Thursday, July 10, 2008

Another tribute to McKenna and others

This post is coming a day late, and it may be a dollar short, but I really had to decide whether or not to write something on this topic. After having some extra special experiences because of my niece, McKenna, I wasn't sure whether or not to write this post.

Julie's Hump Day Hmm topic yesterday was: share your thoughts about a case of some medical or other situation that deviated from the "norm." What do you think about the drive to fix? Do all conditions and situations need fixing? Or do we societally need to consider our need to control, master and manage, and instead spend some time, sometimes, learning how to deal? Or...are those mutually exclusive?

I think that there are times when we have medical conditions that, if fixed, would greatly improve the quality of life for the person with the condition. My dad had a triple bypass for his heart, and right now, he's in the hospital having chemo treatment number three because of lymphoma. It can be fixed, and he is old enough to make the choice for himself.

However, I think that the world needs people like McKenna, too. Her spirit was so pure. McKenna was able to teach me things, without ever speaking to me, that I could not have learned from a person who walks and talks and makes mistakes. McKenna taught me the true meaning of love. Sometimes we think of love in terms of what we can do for other people or what they can do for us. "If you love me, you'll" is a phrase commonly heard in society. And the sad thing is that people believe it. In reality, love is a feeling we feel for others, and so we do things that we think will make them happy because, in loving, we want other people to be happy. Whenever I walked into my sister's house, I could automatically feel McKenna's love. If I was sad or heartsick about something, I just needed to go sit by McKenna and all of a sudden I KNEW I was loved and calm just filled me from the inside out. Those talents, I believe, were given to McKenna in place of other talents that other people have. It might have been beautiful if we could have fixed her, but in reality, we would have given up so much more, and since she couldn't choose herself, we can't know what she would have given up, maybe grudgingly, to be able to do things that most other children can do.

I love McKenna, and I'm so glad that she's happy now. And now that she's rid of her earthly body, she still has all of the beautiful talents that she gained here, but her spirit is now free to run, jump and dance. She now gets the best of both worlds.

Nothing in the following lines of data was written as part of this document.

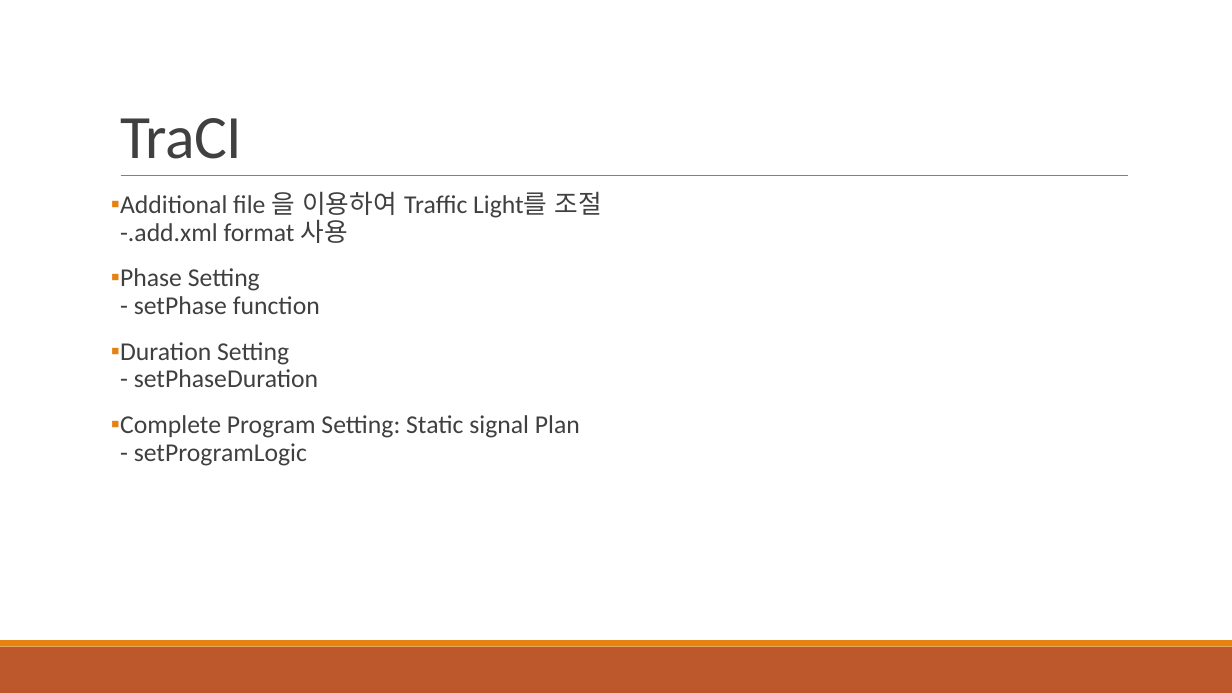
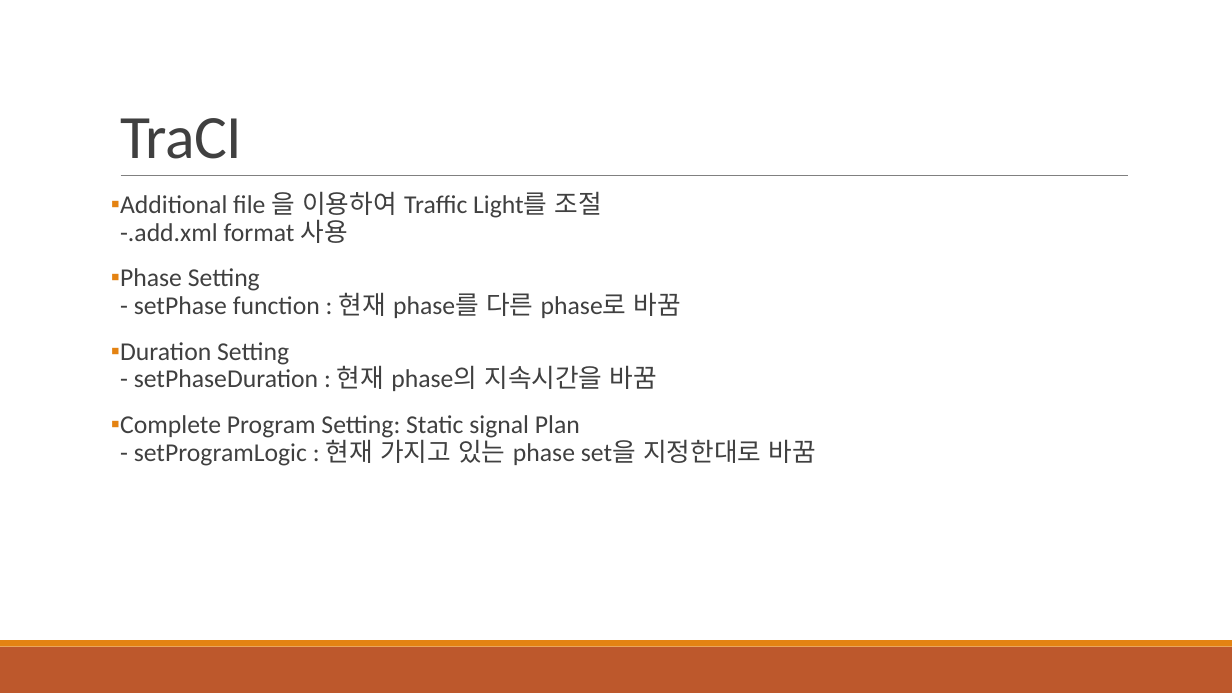
Before and after one commit to 3neutronstar/traffic-optimization_RL, a slide deck: slide 9 of 1st_Seminar(강민수).pptx (slide 7 before the commit). Drawn at 1232x693 pixels with LibreOffice and Linux fonts; fonts in the diff are those of the drawing. Boxes give left, top, right and bottom in pixels: in the first picture for what was removed or moved away, otherwise in the second. Text is boxed around its words. In the diff, an @@ line names an element or a change of style, - is before the commit and + after.

```diff
--- a/1st_Seminar(강민수).pptx
+++ b/1st_Seminar(강민수).pptx
@@ text at bbox=[120, 268, 816, 466]: text changed @@
-▪ Phase Setting
-  - setPhase function
-▪ Duration Setting
-  - setPhaseDuration
-▪ Complete Program Setting: Static signal Plan
-  - setProgramLogic
+▪ Phase Setting
+  - setPhase function : 현재 phase를 다른 phase로 바꿈
+▪ Duration Setting
+  - setPhaseDuration : 현재 phase의 지속시간을 바꿈
+▪ Complete Program Setting: Static signal Plan
+  - setProgramLogic : 현재 가지고 있는 phase set을 지정한대로 바꿈
```
Also in this commit, not shown: 3 other slides changed, 2 slides added, 26 other files.
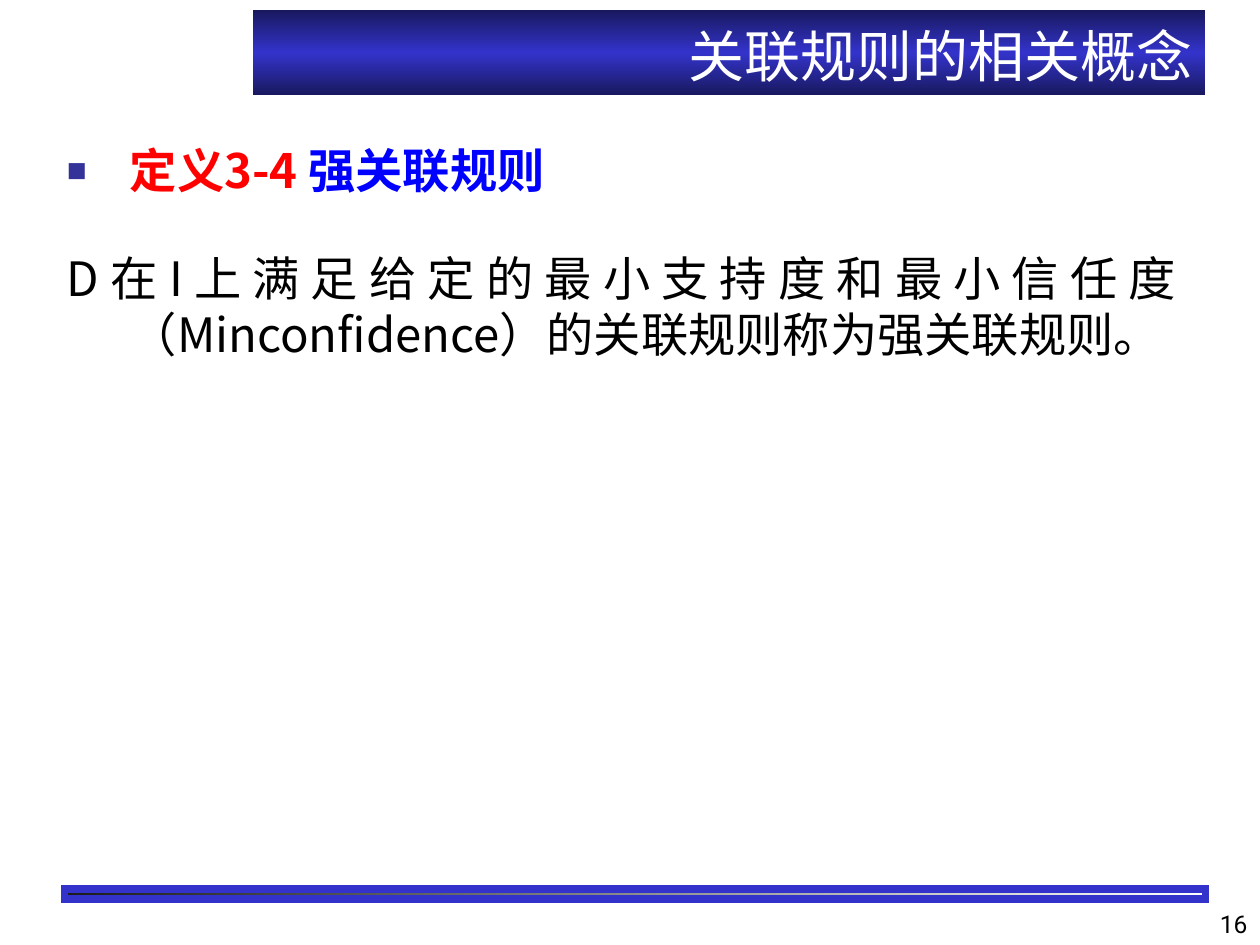
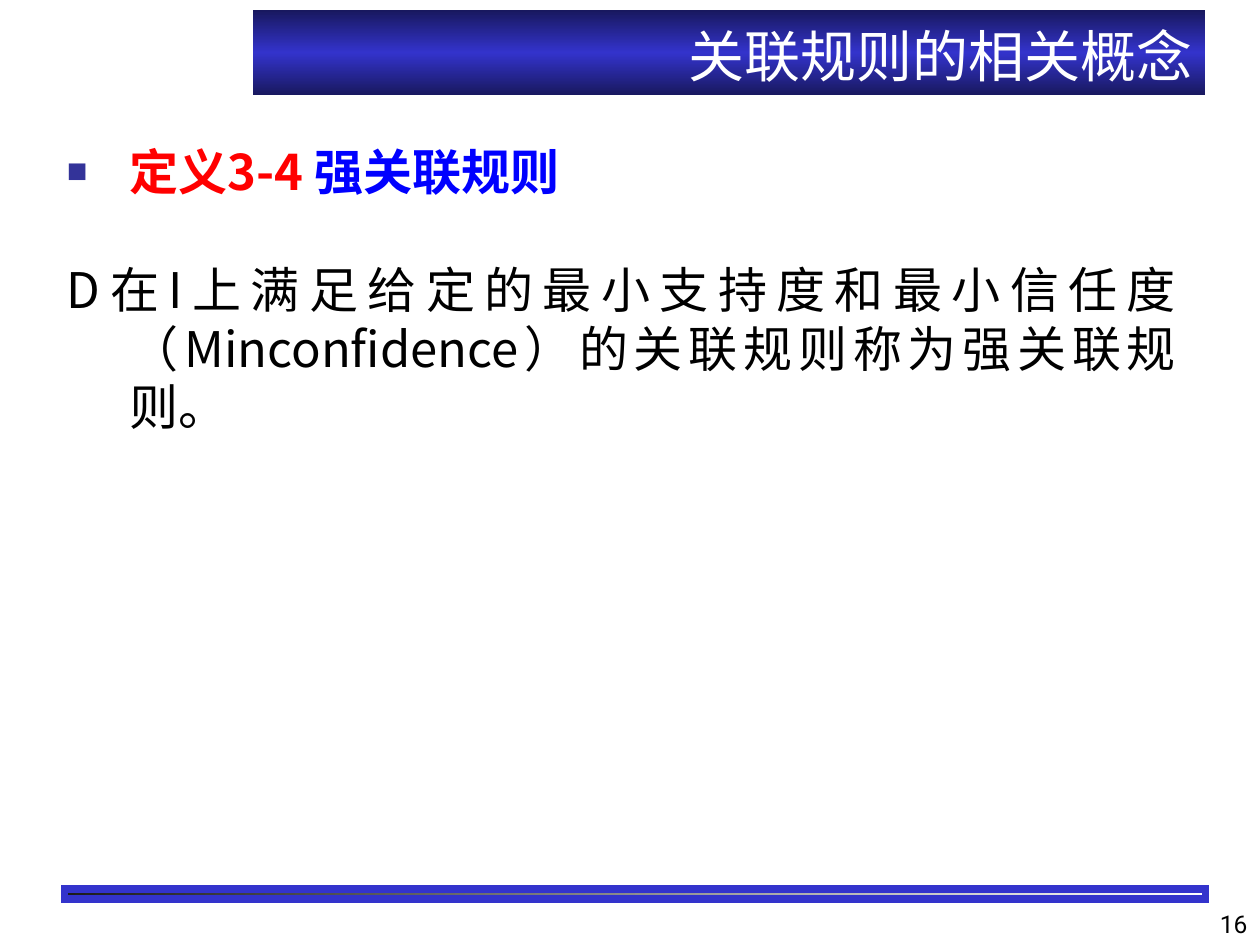
Before and after one commit to shfkuang/shfkuang.github.io, a slide deck: slide 16 of dm/ch3.1.ppt. Drawn at 1260x945 pixels with LibreOffice and Linux fonts; fonts in the diff are those of the drawing; background and template pictures are left out. Boxes give left, top, right and bottom in pixels: in the first picture for what was removed or moved away, otherwise in the second. Text is boxed around its words. In the diff, an @@ line names an element or a change of style, - is before the commit and + after.

```diff
--- a/dm/ch3.1.ppt
+++ b/dm/ch3.1.ppt
@@ text "定义3-4 强关联规则" at [67, 148, 1176, 429]: size 27 to 28 pt @@
```
Also in this commit, not shown: 3 other slides changed, 2 slides added, 4 other files.
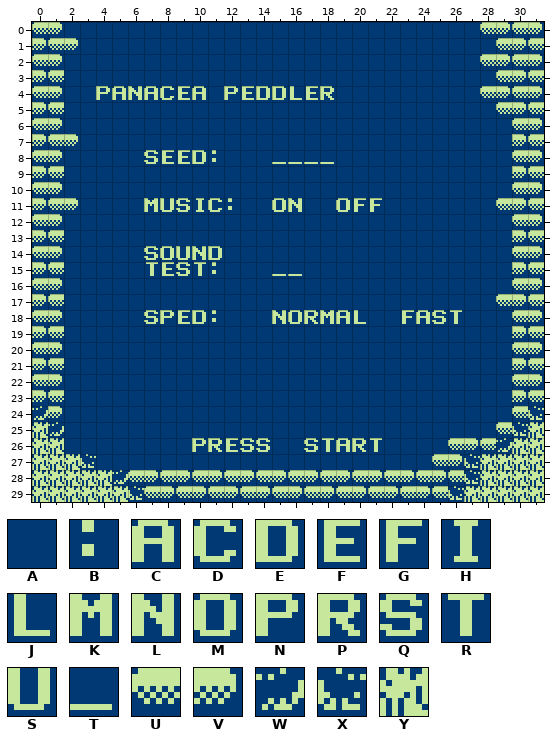
Tiled map: assets/maps/gamescene.tmx. Above is the file before it was changed.
Cells are 8x8 px. Shown: x 0..31, y 0..29.
Key: from "chr001": A 0, B 58, C 65, D 67, E 68, F 69, G 70, H 73, J 76, K 77, L 78, M 79, N 80, P 82, Q 83, R 84, S 85, T 95, U 96, V 97, W 98, X 99, Y 114.
_ is an empty cell.
Layers that did not change in this view are not listed.
Layer "settings" before, first column x 0:
 0 UVAAAAAAAAAAAAAAAAAAAAAAAAAAUVUV
 1 VUVAAAAAAAAAAAAAAAAAAAAAAAAAAUVU
 2 UVAAAAAAAAAAAAAAAAAAAAAAAAAAUVUV
 3 VUAAAAAAAAAAAAAAAAAAAAAAAAAAAUVU
 4 UVAANCLCDFCANFEEJFPAAAAAAAAAUVUV
 5 VUAAAAAAAAAAAAAAAAAAAAAAAAAAAUVU
 6 UVAAAAAAAAAAAAAAAAAAAAAAAAAAAAUV
 7 VUVAAAAAAAAAAAAAAAAAAAAAAAAAAAVU
 8 UVAAAAAQFFEBAAATTTTAAAAAAAAAAAUV
 9 VUAAAAAAAAAAAAAAAAAAAAAAAAAAAAVU
10 UVAAAAAAAAAAAAAAAAAAAAAAAAAAAAUV
11 VUVAAAAKSQHDBAAMLAAMGGAAAAAAAUVU
12 UVAAAAAAAAAAAAAAAAAAAAAAAAAAAAUV
13 VUAAAAAAAAAAAAAAAAAAAAAAAAAAAAVU
14 UVAAAAAQMSLEAAAAAAAAAAAAAAAAAAUV
15 VUAAAAARFQRBAAATTAAAAAAAAAAAAAVU
16 UVAAAAAAAAAAAAAAAAAAAAAAAAAAAAUV
17 VUAAAAAAAAAAAAAAAAAAAAAAAAAAAUVU
18 UVAAAAAQNFEBAAALMPKCJAAGCQRAAAUV
19 VUAAAAAAAAAAAAAAAAAAAAAAAAAAAAVU
20 UVAAAAAAAAAAAAAAAAAAAAAAAAAAAAUV
21 VUAAAAAAAAAAAAAAAAAAAAAAAAAAAAVU
22 UVAAAAAAAAAAAAAAAAAAAAAAAAAAAAUV
23 VUAAAAAAAAAAAAAAAAAAAAAAAAAAAAVU
24 WVAAAAAAAAAAAAAAAAAAAAAAAAAAAAUX
25 YWAAAAAAAAAAAAAAAAAAAAAAAAAAAUXY
26 YYAAAAAAAANPFQQAAQRCPRAAAAUVUWYY
27 YYYXAAAAAAAAAAAAAAAAAAAAAUVXYYYY
28 YYYYYWUVUVUVUVUVUVUVUVUVUVUXYYYY
29 YYYYYYXUVUVUVUVUVUVUVUVUVUXYYYYY
Once edited:
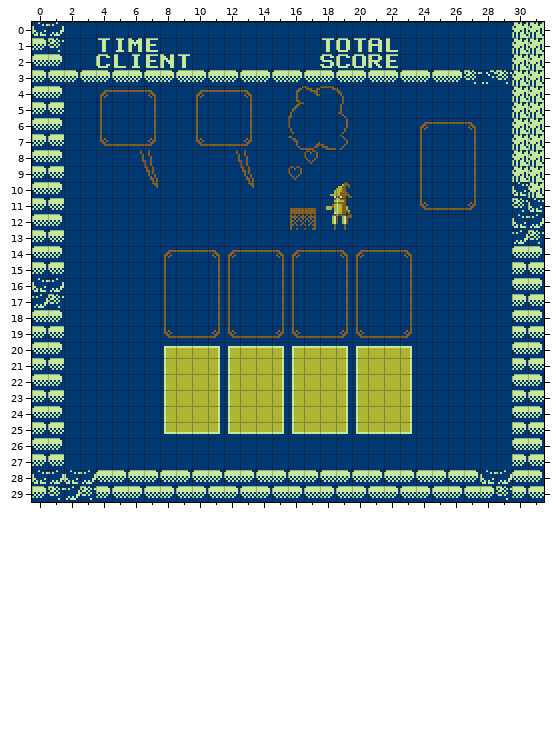
What changed:
Changed rows in their new state; . is an unchanged cell.
Layer "bettergame":
first column x 4:
 1 RHK...........RMRCJ.......
 2 DJHFLR........QDMPF.....AA
Layer "settings" (now hidden):
first column x 0:
 0 __..........................____
 1 .__.____.........._____......___
 2 ....______........_____.....____
 3 ..______________________________
 4 ....________________........____
 5 ...._.._.._.._.._.._.........___
 6 ...._.._.._.._.._.._....____..__
 7 .._.____..____..____...._.._..__
 8 ......________.____....._.._..__
 9 ......._....._.._......._.._..__
10 ......._....._....__...._.._..__
11 .._....______.._______..____.___
12 ................____..........__
13 ..............................__
14 ......._________________........
15 .......______..__..__.._........
16 __......_..__..__..__.._........
17 __......_..__..__..__.._....._..
18 .......______..______..____.....
19 ........________________........
20 ........________________........
21 ........________________........
22 ........________________........
23 ........________________........
24 _.......________________......._
25 __......________________.....___
26 __........_____.._____....______
27 ____....................._______
28 ______....................._____
29 _______...................______
Where, in picture pixels (left, top, right, bottom), the same in both pictures:
changed: (32, 22, 544, 244)
removed: (144, 246, 544, 502)
removed: (32, 278, 64, 308)
removed: (32, 406, 144, 502)

In the end, a boy with autism, or a girl like McKenna both have the talents they have, and they are who they are partly because of the other problems they have. Some of us have problems that don't show so well on the outside, but those problems make us who we are too. Would we give up the knowledge we gain through experience just to get rid of the problems? I wouldn't.

5 comments:

Katie said...

Beautiful! I agree 100%. I haven't always thought that way, but now I have Ethan, and I can't imagine it any other way. Thanks.

Robert said...

McKenna certainly helped me appreciate the perspective you're talking about. I don't think I ever advocated gene manipulation to make perfect children (that wouldn't have helped McKenna anyway), but I certainly was more accepting of medical science making life "better" before I knew McKenna. I have known enough autistic people and down syndrome people that are much better people than many of the employees I meet at a typical Walmart (to say nothing of the people who work customer support of phone companies). So which is "better"? It's thankfully not my place to decide.

Julie Pippert said...

I don't like the concept of "custom designing" and "perfecting." If it begins, though, it will spiral and go viral b/c of "keep up" mentality. I hope it simply does not begin.

Once someone is here, if there is something to do to ease pain or improve quality of life, in general, I tend to think we should take it, such as bypass surgery. Or my friend doing therapy for her autistic son.

But if there isn't something to do, looking for the gifts and blessings, yes, I agree with what you say.

Because of your experience, I know this was tough, but because of your experience, I am glad you did write.

Our Corner said...

Thank you for posting this Ellie, I really needed this. I cant explain it anymore then that. You really helped me out today. Thank You! I am sorry to hear about your dad...I hope he's ok

Anonymous said...

This was a beautiful post and McKenna sounds like a beautiful child. She wouldn't have been the same if people tried to "fix" her.